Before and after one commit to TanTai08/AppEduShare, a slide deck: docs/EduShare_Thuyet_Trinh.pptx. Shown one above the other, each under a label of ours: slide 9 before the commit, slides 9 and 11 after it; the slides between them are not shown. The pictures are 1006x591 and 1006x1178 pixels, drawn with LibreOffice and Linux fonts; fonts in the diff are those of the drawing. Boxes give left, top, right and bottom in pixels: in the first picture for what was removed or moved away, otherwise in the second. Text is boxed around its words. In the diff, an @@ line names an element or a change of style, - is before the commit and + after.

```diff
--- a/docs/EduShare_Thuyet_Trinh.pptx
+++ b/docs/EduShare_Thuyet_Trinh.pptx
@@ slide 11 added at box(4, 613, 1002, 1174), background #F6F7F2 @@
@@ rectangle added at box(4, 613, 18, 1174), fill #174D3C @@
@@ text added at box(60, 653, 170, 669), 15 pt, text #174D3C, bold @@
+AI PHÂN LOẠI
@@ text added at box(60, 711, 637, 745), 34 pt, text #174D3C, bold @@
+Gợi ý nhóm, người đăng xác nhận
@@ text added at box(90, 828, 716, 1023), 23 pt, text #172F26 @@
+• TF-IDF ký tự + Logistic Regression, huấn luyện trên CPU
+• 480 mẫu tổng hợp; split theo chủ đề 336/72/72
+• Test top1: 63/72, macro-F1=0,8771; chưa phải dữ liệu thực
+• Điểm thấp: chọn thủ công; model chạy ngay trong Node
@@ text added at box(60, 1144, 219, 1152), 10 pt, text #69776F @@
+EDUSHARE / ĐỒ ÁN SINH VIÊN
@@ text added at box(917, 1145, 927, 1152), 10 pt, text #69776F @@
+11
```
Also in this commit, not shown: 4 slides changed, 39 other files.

┄┄┄┄┄┄┄┄┄┄┄┄┄┄┄┄┄┄┄┄

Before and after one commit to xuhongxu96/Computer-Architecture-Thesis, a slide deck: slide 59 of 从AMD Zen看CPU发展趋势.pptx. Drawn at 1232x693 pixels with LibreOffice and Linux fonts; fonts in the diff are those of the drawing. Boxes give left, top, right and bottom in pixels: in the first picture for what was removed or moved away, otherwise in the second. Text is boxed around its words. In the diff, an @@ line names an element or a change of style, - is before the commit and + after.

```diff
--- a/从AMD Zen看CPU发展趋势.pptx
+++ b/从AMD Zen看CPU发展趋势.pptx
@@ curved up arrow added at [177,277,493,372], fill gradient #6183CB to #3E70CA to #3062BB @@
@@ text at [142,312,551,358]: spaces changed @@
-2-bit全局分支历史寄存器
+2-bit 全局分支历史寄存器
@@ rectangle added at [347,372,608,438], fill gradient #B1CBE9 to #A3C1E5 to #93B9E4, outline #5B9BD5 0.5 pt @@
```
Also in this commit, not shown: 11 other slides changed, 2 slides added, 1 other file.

┄┄┄┄┄┄┄┄┄┄┄┄┄┄┄┄┄┄┄┄

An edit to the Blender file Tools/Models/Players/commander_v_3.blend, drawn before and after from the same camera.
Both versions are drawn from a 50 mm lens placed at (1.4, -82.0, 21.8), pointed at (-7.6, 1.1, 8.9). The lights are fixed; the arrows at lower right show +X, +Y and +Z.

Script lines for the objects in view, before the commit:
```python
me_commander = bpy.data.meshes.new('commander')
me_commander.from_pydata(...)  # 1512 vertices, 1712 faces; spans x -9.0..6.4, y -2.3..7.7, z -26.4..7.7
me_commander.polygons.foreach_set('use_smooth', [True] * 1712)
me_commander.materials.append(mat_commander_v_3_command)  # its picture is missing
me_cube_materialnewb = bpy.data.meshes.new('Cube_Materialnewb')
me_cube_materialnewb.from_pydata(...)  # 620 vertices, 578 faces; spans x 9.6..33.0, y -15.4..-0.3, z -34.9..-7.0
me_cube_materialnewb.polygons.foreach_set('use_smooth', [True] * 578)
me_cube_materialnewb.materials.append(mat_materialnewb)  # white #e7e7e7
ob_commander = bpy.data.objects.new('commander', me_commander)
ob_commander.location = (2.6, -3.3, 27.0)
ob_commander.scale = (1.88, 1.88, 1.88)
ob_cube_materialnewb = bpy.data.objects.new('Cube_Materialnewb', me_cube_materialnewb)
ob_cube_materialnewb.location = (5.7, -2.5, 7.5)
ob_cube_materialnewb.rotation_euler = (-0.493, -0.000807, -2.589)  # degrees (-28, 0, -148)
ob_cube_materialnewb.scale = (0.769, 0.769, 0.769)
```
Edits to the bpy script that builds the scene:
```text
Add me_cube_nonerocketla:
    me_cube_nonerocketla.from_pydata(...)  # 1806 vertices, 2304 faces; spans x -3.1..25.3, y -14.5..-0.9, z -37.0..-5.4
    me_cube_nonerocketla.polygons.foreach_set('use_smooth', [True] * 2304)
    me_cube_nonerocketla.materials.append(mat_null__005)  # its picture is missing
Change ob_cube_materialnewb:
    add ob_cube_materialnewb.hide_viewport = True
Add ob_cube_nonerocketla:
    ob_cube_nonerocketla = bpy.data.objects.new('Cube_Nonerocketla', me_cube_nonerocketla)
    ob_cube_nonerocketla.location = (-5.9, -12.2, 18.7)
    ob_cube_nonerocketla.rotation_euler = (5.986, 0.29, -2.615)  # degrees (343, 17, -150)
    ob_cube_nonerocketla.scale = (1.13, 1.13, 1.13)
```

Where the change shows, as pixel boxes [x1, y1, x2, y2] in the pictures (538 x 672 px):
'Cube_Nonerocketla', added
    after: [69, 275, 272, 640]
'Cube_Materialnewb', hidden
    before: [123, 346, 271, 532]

┄┄┄┄┄┄┄┄┄┄┄┄┄┄┄┄┄┄┄┄

▶ _Work to complete_:
In the listing above, count each line that holds the word "materials" and report the number alone.

▶ _Written answer_:
3